This versatile dish can be served with steamed rice or as a side dish for idli, upma or pongal .

Okras / lady’s finger taste great when added to sambar. Here I have served vendakkai sambar with rice and kovakkai poriyal.

vendakkai sambar recipe, okra sambar recipe, bendekai sambar, bhindi sambar

Vendakkai Sambar recipe

Category:Main
Cuisine:South Indian
Author:Jiya Jesh
Serves:2-3
Prep Time:15 mins
Cook Time:20 mins
Total Time:35 mins
a delicious South Indian style stew using toor dal and okra.

Ingredients

  • 1/2 cup toor dal / split pigeon pea / thuvaram paruppu
  • 8-10 okras / bhindi / vendakkai
  • 1 onion, large
  • 1 tomato, medium-sized
  • Lemon-sized tamarind
  • 1 tsp red chilli powder
  • 1/4 tsp turmeric powder
  • 1 tbsp sambar powder
  • 1 tsp mustard seeds
  • 1/4 tsp fenugreek seeds
  • 1 tsp broken urad dal / ulutham paruppu
  • A pinch of asafoetida
  • A few curry leaves
  • Coriander leaves for garnishing
  • Salt to taste

Instructions

  1. Slice the onions and chop the tomatoes.
  2. Wash the okras, dry them using a towel and chop into 2 inch pieces.
  3. Soak tamarind in 1/2 cup water and extract the tamarind juice, discarding the pulp.
  4. Cook toor dal with turmeric powder and asafoetida in enough water till it turns soft.
  5. You can pressure cook the dal for 2-3 whistles.
  6. Once the pressure is released from the cooker, mash the cooked dal well.
  7. Meanwhile, heat 2 tsp oil in a pan.

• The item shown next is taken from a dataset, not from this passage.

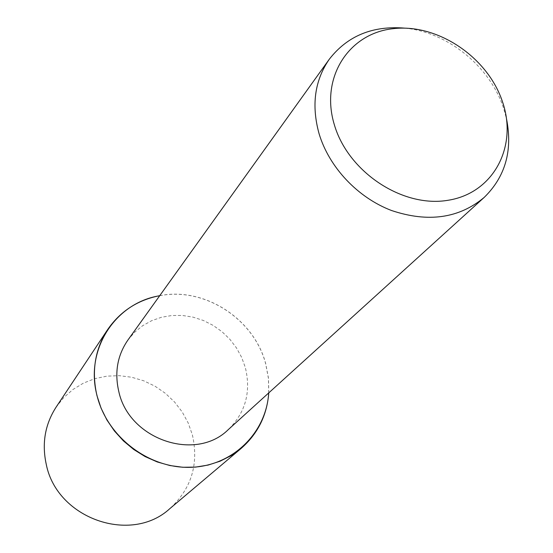 <?xml version="1.0" encoding="UTF-8"?>
<svg xmlns="http://www.w3.org/2000/svg" width="553" height="553" viewBox="0 0 553 553"><rect width="100%" height="100%" fill="white"/><g stroke="black" fill="none" stroke-linecap="round" stroke-linejoin="round"><path stroke-width="0.41" stroke-dasharray="2.77 2.07" d="M159.734 295.668C204.389 286.696 254.062 318.805 265.71 363.68L268.488 378.217L268.779 392.872M56.088 407.167L63.761 397.572L72.961 389.492L83.427 383.125L94.853 378.646L106.923 376.144L119.303 375.674L131.669 377.243L143.676 380.782L155.027 386.201L165.409 393.342L174.561 402.017L182.234 412.006L188.227 423.038L192.368 434.831C198.983 463.995 191.49 488.582 169.882 508.601M404.748 28.134C447.799 32.102 490.248 66.65 503.659 108.485L506.513 118.847M127.93 340.026L134.662 332.201L142.667 325.696L151.709 320.671L161.538 317.249L171.893 315.507L182.497 315.473L193.08 317.152L203.359 320.477L213.071 325.358L221.974 331.676L229.841 339.259L236.463 347.913L241.675 357.425L245.332 367.538C251.207 391.89 245.553 412.559 228.354 429.55M159.679 295.744C204.313 286.737 254 318.825 265.64 363.694L268.426 378.252L268.71 392.934"/><path stroke-width="0.83" d="M268.779 392.872C267.03 415.275 257.795 433.815 241.067 448.497L231.113 455.637L220.073 461.209L208.163 465.059L195.651 467.098L182.794 467.264L169.889 465.529L157.218 461.935L145.066 456.55L133.715 449.478L123.416 440.893L114.409 430.974L106.895 419.955L101.04 408.086L96.962 395.644C91.411 371.333 94.971 349.309 107.648 329.574C120.319 311.27 137.683 299.968 159.734 295.668M241.067 448.497L169.882 508.601C131.179 544.505 57.014 518.769 46.279 464.458C41.724 443.534 44.993 424.441 56.088 407.167L107.648 329.574M506.513 118.847C512.811 150.513 505.373 176.704 484.193 197.414C458.997 218.394 428.112 222.755 391.538 210.513C357.694 197.635 329.104 167.262 319.067 133.688C311.263 105.291 314.657 80.496 329.249 59.295C347.402 35.89 372.563 25.5 404.748 28.134M484.193 197.414L228.354 429.55C195.748 462.163 128.973 439.6 118.791 391.51C114.388 372.404 117.436 355.24 127.93 340.026L329.249 59.295M502.601 102.098C517.885 146.752 493.38 193.322 447.847 200.31C402.549 208.004 348.12 172.018 334.358 124.791C319.917 77.655 348.756 33.18 393.404 28.645C437.865 23.433 487.96 57.332 502.601 102.098M268.71 392.934C266.29 432.819 232.599 466.138 190.744 467.313C148.951 468.84 107.054 436.87 97.031 395.63C84.685 349.572 115.473 302.747 159.679 295.744"/></g></svg>

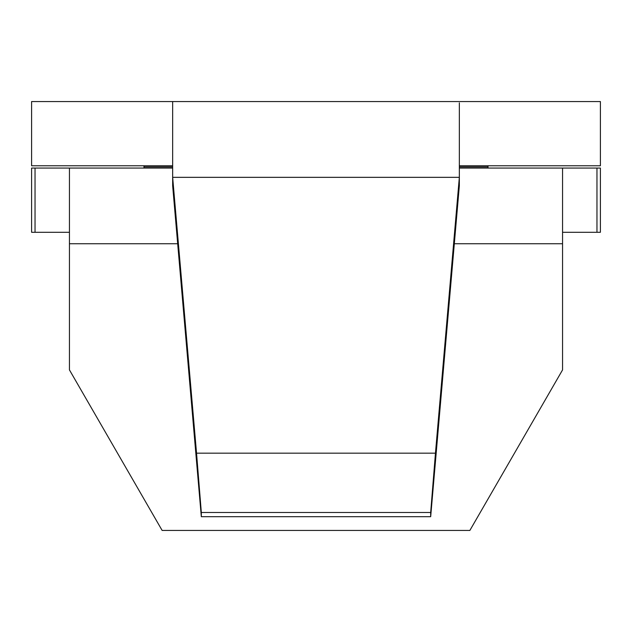 <?xml version="1.0" encoding="UTF-8"?>
<svg xmlns="http://www.w3.org/2000/svg" width="632" height="632" viewBox="0 0 632 632"><rect width="100%" height="100%" fill="white"/><g stroke="black" fill="none" stroke-linecap="round" stroke-linejoin="round"><path stroke-width="0.95" d="M488.015 165.774L488.015 166.919L459.346 166.919L488.015 166.919L488.015 168.065M143.985 168.065L143.985 166.919L172.655 166.919L143.985 166.919L143.985 165.774M600.4 101.555L31.6 101.555L172.655 101.555L172.655 177.339L459.346 177.339L435.456 453.168L196.544 453.168L172.655 177.339L172.655 101.555L600.4 101.555L600.4 165.774L459.346 165.774L600.4 165.774L600.4 101.555M31.6 165.774L172.655 165.774L31.6 165.774L31.6 101.555L31.6 165.774M459.346 102.834L459.346 177.339L459.346 102.834M48.206 168.065L31.6 168.065L31.6 232.284L48.206 232.284M583.794 232.284L600.4 232.284L600.4 168.065L583.794 168.065M562.559 168.065L562.559 369.902L562.559 243.755L454.321 243.755L562.559 243.755L562.559 168.065L459.346 168.065L596.963 168.065L596.963 232.284L562.559 232.284M172.655 168.065L69.441 168.065L69.441 243.755L177.679 243.755L69.441 243.755L69.441 369.902L69.441 168.065L172.655 168.065M562.559 369.902L469.86 530.446L162.14 530.446L69.441 369.902L162.14 530.446L469.86 530.446L562.559 369.902M600.4 232.284L596.963 232.284L596.963 168.065L600.4 168.065L600.4 232.284M69.441 232.284L35.037 232.284L35.037 168.065L69.441 168.065M35.037 232.284L31.6 232.284L31.6 168.065L35.037 168.065L35.037 232.284M435.456 453.168L430.676 512.497L201.324 512.497L196.544 453.168L435.456 453.168L459.346 177.339L459.346 185.713L459.346 177.339L172.655 177.339L201.324 512.497L430.676 512.497L430.676 516.684L201.324 516.684L201.324 512.497L201.324 516.684L430.676 516.684L459.346 185.713L430.676 516.684L435.456 453.168M172.655 185.713L201.324 516.684L172.655 185.713L172.655 177.339L172.655 185.713M143.985 166.105L143.985 167.733M488.015 167.733L488.015 166.105"/></g></svg>

Add mustard seeds and when they splutter, add urad dal, fenugreek seeds and curry leaves.
  8. Saute for a few seconds and add the chopped okras and sliced onions.
  9. Fry till the stickiness of the okras goes away and they turn soft.
  10. Then add the chopped tomatoes and fry till the tomatoes turn soft.
  11. Add salt, turmeric powder, red chilli powder and sambar powder and fry for a couple of minutes.
  12. Then add the tamarind juice along with 2 cups water and let this boil.
  13. Add the mashed dal and mix well.
  14. Cook for 10 minutes and switch off the flame.
  15. Garnish vendakkai sambar with chopped coriander leaves and serve hot with steamed rice.

Notes

  • You can substitute onion with shallots / sambar onions.